■ BRIEF
Nothing but the lines from the top of the data to the line holding "RUNOUT_LENGTH = 1.25" should be printed, word for word and both ends included; leave the pictures out.

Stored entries

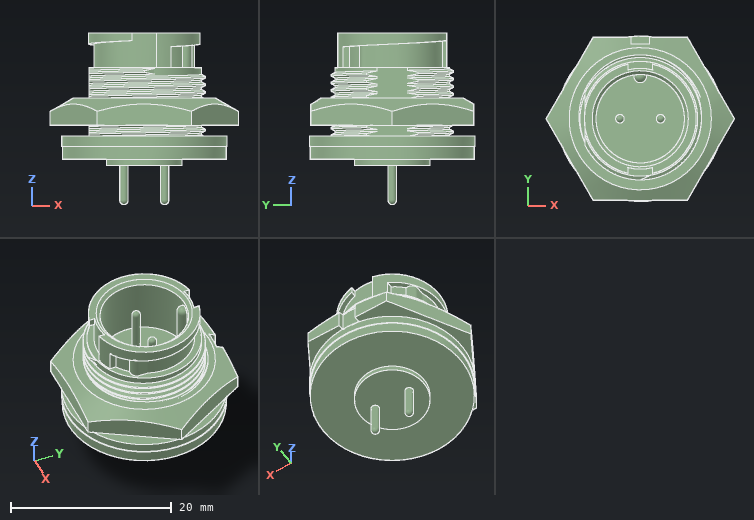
import cadquery as cq
import math


TOP_Z = 12.84
SHOULDER_Z = 8.52
FLOOR_Z = 4.96
FLANGE_BOTTOM_Z = -1.29
RING_BOTTOM_Z = -2.91
BOSS_BOTTOM_Z = -3.69
PIN_BOTTOM_Z = -8.55
PIN_TOP_Z = 10.75
KEY_TOP_Z = 11.83

FLANGE_R = 20.62 / 2
RING_R = 10.22
BOSS_R = 4.71
BORE_R = 5.5
BORE_CHAMFER = 0.48
BARREL_R = 6.27
LIP_R = 6.96

PIN_R = 0.53
PIN_X = 2.53
KEY_R = 0.77
KEY_Y = 5.26

PITCH = 0.94
CORE_R = 7.15
CREST_R = 7.62
CREST_HALF_WIDTH = 0.1
ROOT_HALF_WIDTH = 0.35
THREAD_TURNS = 9
THREAD_END_Z = 8.02
RUNOUT_LENGTH = 1.25
RUNOUT_REACH = 2
RUNOUT_TURNS = 0.04
FLAT_X = -6.9

SLOT_HALF_WIDTH = 1.53
STOP_X = 3.35
RAMP_PITCH = 2.0
RAMP_HIGH_Z = 11.94
DETENT_END_Y = 4.07
DETENT_FLAT_Y = 2.08
DETENT_ROUND = 0.85

HEX_SIDES = 6
NUT_CORNERS = 23.46
NUT_BOTTOM_Z = 1.32
NUT_TOP_Z = 4.73
NUT_TOP_R = 8.85
NUT_CHAMFER_ANGLE = 30
NUT_BORE_R = 7.5
NUT_GROOVE_R = 7.95
GROOVE_TIP_HALF_WIDTH = 0.06
GROOVE_MOUTH_HALF_WIDTH = 0.3
NOTCH_WIDTH = 2.36
NOTCH_DEPTH = 0.85

OVERLAP = 0.15
MARGIN = 1.0


def cylinder(radius, bottom, top, x=0.0, y=0.0):
    return cq.Workplane("XY", origin=(x, y, bottom)).circle(radius).extrude(top - bottom)


def block(x_min, x_max, y_min, y_max, z_min, z_max):
    size = (x_max - x_min, y_max - y_min, z_max - z_min)
    return cq.Workplane("XY").box(*size, centered=False).translate((x_min, y_min, z_min))


def half_turn(body):
    return body.rotate((0, 0, 0), (0, 0, 1), 180)


def helical_ridge(base_r, tip_r, base_half, tip_half, start_z, turns):
    """Trapezoidal right-hand ridge that starts at the -Y side; its base is sunk past base_r."""
    sunk_r = base_r - OVERLAP
    sunk_half = base_half + (base_half - tip_half) * OVERLAP / (tip_r - base_r)
    path = cq.Wire.makeHelix(PITCH, turns * PITCH, base_r)
    ridge = (
        cq.Workplane("XZ")
        .polyline([(sunk_r, -sunk_half), (tip_r, -tip_half), (tip_r, tip_half), (sunk_r, sunk_half)])
        .close()
        .sweep(path, isFrenet=True)
    )
    return ridge.rotate((0, 0, 0), (0, 0, 1), -90).translate((0, 0, start_z))


def threaded_body():
    start_z = THREAD_END_Z - THREAD_TURNS * PITCH
    thread = helical_ridge(
        CORE_R, CREST_R, ROOT_HALF_WIDTH, CREST_HALF_WIDTH, start_z, THREAD_TURNS + RUNOUT_TURNS
    )
    core_y = -math.sqrt(CORE_R**2 - RUNOUT_LENGTH**2)
    runout = (
        cq.Workplane("XY", origin=(0, 0, THREAD_END_Z - PITCH / 2))
        .polyline([
            (0, -CREST_R),
            (RUNOUT_REACH * RUNOUT_LENGTH, RUNOUT_REACH * (core_y + CREST_R) - CREST_R),
            (RUNOUT_REACH * RUNOUT_LENGTH, -CREST_R - MARGIN),
            (0, -CREST_R - MARGIN),
        ])
        .close()
        .extrude(PITCH + MARGIN)
    )
    core = cylinder(CORE_R, FLANGE_BOTTOM_Z, SHOULDER_Z)
    reach = CREST_R + MARGIN
    flat = block(-reach, FLAT_X, -reach, reach, 0, SHOULDER_Z + MARGIN)
    return core.union(thread.cut(runout)).cut(flat)


def bayonet_channel():
    """Space under the lip on the -X side; its helicoidal roof rises from +Y round to -Y."""
    inner_r = BARREL_R - MARGIN
    outer_r = LIP_R + MARGIN
    rise = RAMP_PITCH / 2
    roof = cq.Face.makeRuledSurface(
        cq.Wire.makeHelix(RAMP_PITCH, rise, inner_r).Edges()[0],
        cq.Wire.makeHelix(RAMP_PITCH, rise, outer_r).Edges()[0],
    )
    depth = RAMP_HIGH_Z - SHOULDER_Z + MARGIN
    channel = cq.Solid.extrudeLinear(roof, cq.Vector(0, 0, -depth))
    channel = cq.Workplane(channel).rotate((0, 0, 0), (0, 0, 1), 90)
    return channel.translate((0, 0, RAMP_HIGH_Z - rise))


def bayonet_detent():
    """Rounded bump on the barrel near the end of the -X channel."""
    flat_x = math.sqrt(BARREL_R**2 - DETENT_FLAT_Y**2)
    inner_x = flat_x - 2 * DETENT_ROUND
    bump = block(-flat_x, -inner_x, DETENT_FLAT_Y, DETENT_END_Y, SHOULDER_Z, RAMP_HIGH_Z)
    bump = bump.edges("|Z and <X and >Y").fillet(DETENT_ROUND)
    return bump.intersect(cylinder(LIP_R, SHOULDER_Z, RAMP_HIGH_Z))


def bayonet_barrel():
    barrel = cylinder(BARREL_R, SHOULDER_Z, TOP_Z)
    ring = cylinder(LIP_R, SHOULDER_Z, TOP_Z).cut(barrel)

    stop = block(-STOP_X, MARGIN, 0, LIP_R + 2 * MARGIN, SHOULDER_Z - 2 * MARGIN, TOP_Z)
    channel = bayonet_channel().cut(stop)
    lip = ring.cut(channel).cut(half_turn(channel))

    slots = block(
        -SLOT_HALF_WIDTH, SLOT_HALF_WIDTH, -LIP_R - MARGIN, LIP_R + MARGIN, SHOULDER_Z, TOP_Z + MARGIN
    )
    lip = lip.cut(slots)

    detent = bayonet_detent().intersect(channel).cut(barrel)
    return barrel.union(lip).union(detent).union(half_turn(detent))


def socket():
    """Cavity of the mating face, with a 45 degree lead-in at its mouth."""
    mouth_z = TOP_Z - BORE_CHAMFER
    mouth = cq.Workplane("XY", origin=(0, 0, mouth_z)).circle(BORE_R).extrude(BORE_CHAMFER, taper=-45)
    return cylinder(BORE_R, FLOOR_Z, mouth_z).union(mouth)


def contact_pin(x):
    pin = cylinder(PIN_R, PIN_BOTTOM_Z + PIN_R, PIN_TOP_Z - PIN_R, x=x)
    for end_z in (PIN_BOTTOM_Z + PIN_R, PIN_TOP_Z - PIN_R):
        pin = pin.union(cq.Workplane("XY", origin=(x, 0, end_z)).sphere(PIN_R))
    return pin


def key_post():
    post = cylinder(KEY_R, FLOOR_Z - MARGIN, KEY_TOP_Z - KEY_R, y=KEY_Y)
    return post.union(cq.Workplane("XY", origin=(0, KEY_Y, KEY_TOP_Z - KEY_R)).sphere(KEY_R))


def make_housing():
    body = threaded_body().union(bayonet_barrel())
    body = body.union(cylinder(FLANGE_R, FLANGE_BOTTOM_Z, 0))
    body = body.union(cylinder(RING_R, RING_BOTTOM_Z, FLANGE_BOTTOM_Z))
    body = body.union(cylinder(BOSS_R, BOSS_BOTTOM_Z, RING_BOTTOM_Z))
    body = body.cut(socket())

    for side in (-1, 1):
        body = body.union(contact_pin(side * PIN_X))
    return body.union(key_post())


def make_nut():
    height = NUT_TOP_Z - NUT_BOTTOM_Z
    nut = cq.Workplane("XY", origin=(0, 0, NUT_BOTTOM_Z)).polygon(HEX_SIDES, NUT_CORNERS).extrude(height)

    rim_r = NUT_CORNERS / 2 + MARGIN
    rim_z = NUT_TOP_Z - (rim_r - NUT_TOP_R) * math.tan(math.radians(NUT_CHAMFER_ANGLE))
    envelope = (
        cq.Workplane("XZ")
        .polyline([
            (0, NUT_BOTTOM_Z),
            (rim_r, NUT_BOTTOM_Z),
            (rim_r, rim_z),
            (NUT_TOP_R, NUT_TOP_Z),
            (0, NUT_TOP_Z),
        ])
        .close()
        .revolve(360, (0, 0, 0), (0, 1, 0))
    )
    nut = nut.intersect(envelope)

    spare_turns = 2
    turns_below_end = math.ceil((THREAD_END_Z - NUT_BOTTOM_Z) / PITCH) + spare_turns - 1
    groove_turns = math.ceil(height / PITCH) + 2 * spare_turns - 1
    groove = helical_ridge(
        NUT_BORE_R,
        NUT_GROOVE_R,
        GROOVE_MOUTH_HALF_WIDTH,
        GROOVE_TIP_HALF_WIDTH,
        THREAD_END_Z - turns_below_end * PITCH,
        groove_turns,
    )
    bore = cylinder(NUT_BORE_R, NUT_BOTTOM_Z - spare_turns * PITCH, NUT_TOP_Z + spare_turns * PITCH)
    nut = nut.cut(bore.union(groove))

    flat_y = NUT_CORNERS / 2 * math.cos(math.pi / HEX_SIDES)
    notch = block(
        -NOTCH_WIDTH / 2, NOTCH_WIDTH / 2, flat_y - NOTCH_DEPTH, flat_y + MARGIN, NUT_BOTTOM_Z, NUT_TOP_Z
    )
    return nut.cut(notch)


housing = make_housing()
nut = make_nut()

result = cq.Compound.makeCompound([housing.solids().val(), nut.solids().val()])

■ WORKED SOLUTION
import cadquery as cq
import math


TOP_Z = 12.84
SHOULDER_Z = 8.52
FLOOR_Z = 4.96
FLANGE_BOTTOM_Z = -1.29
RING_BOTTOM_Z = -2.91
BOSS_BOTTOM_Z = -3.69
PIN_BOTTOM_Z = -8.55
PIN_TOP_Z = 10.75
KEY_TOP_Z = 11.83

FLANGE_R = 20.62 / 2
RING_R = 10.22
BOSS_R = 4.71
BORE_R = 5.5
BORE_CHAMFER = 0.48
BARREL_R = 6.27
LIP_R = 6.96

PIN_R = 0.53
PIN_X = 2.53
KEY_R = 0.77
KEY_Y = 5.26

PITCH = 0.94
CORE_R = 7.15
CREST_R = 7.62
CREST_HALF_WIDTH = 0.1
ROOT_HALF_WIDTH = 0.35
THREAD_TURNS = 9
THREAD_END_Z = 8.02
RUNOUT_LENGTH = 1.25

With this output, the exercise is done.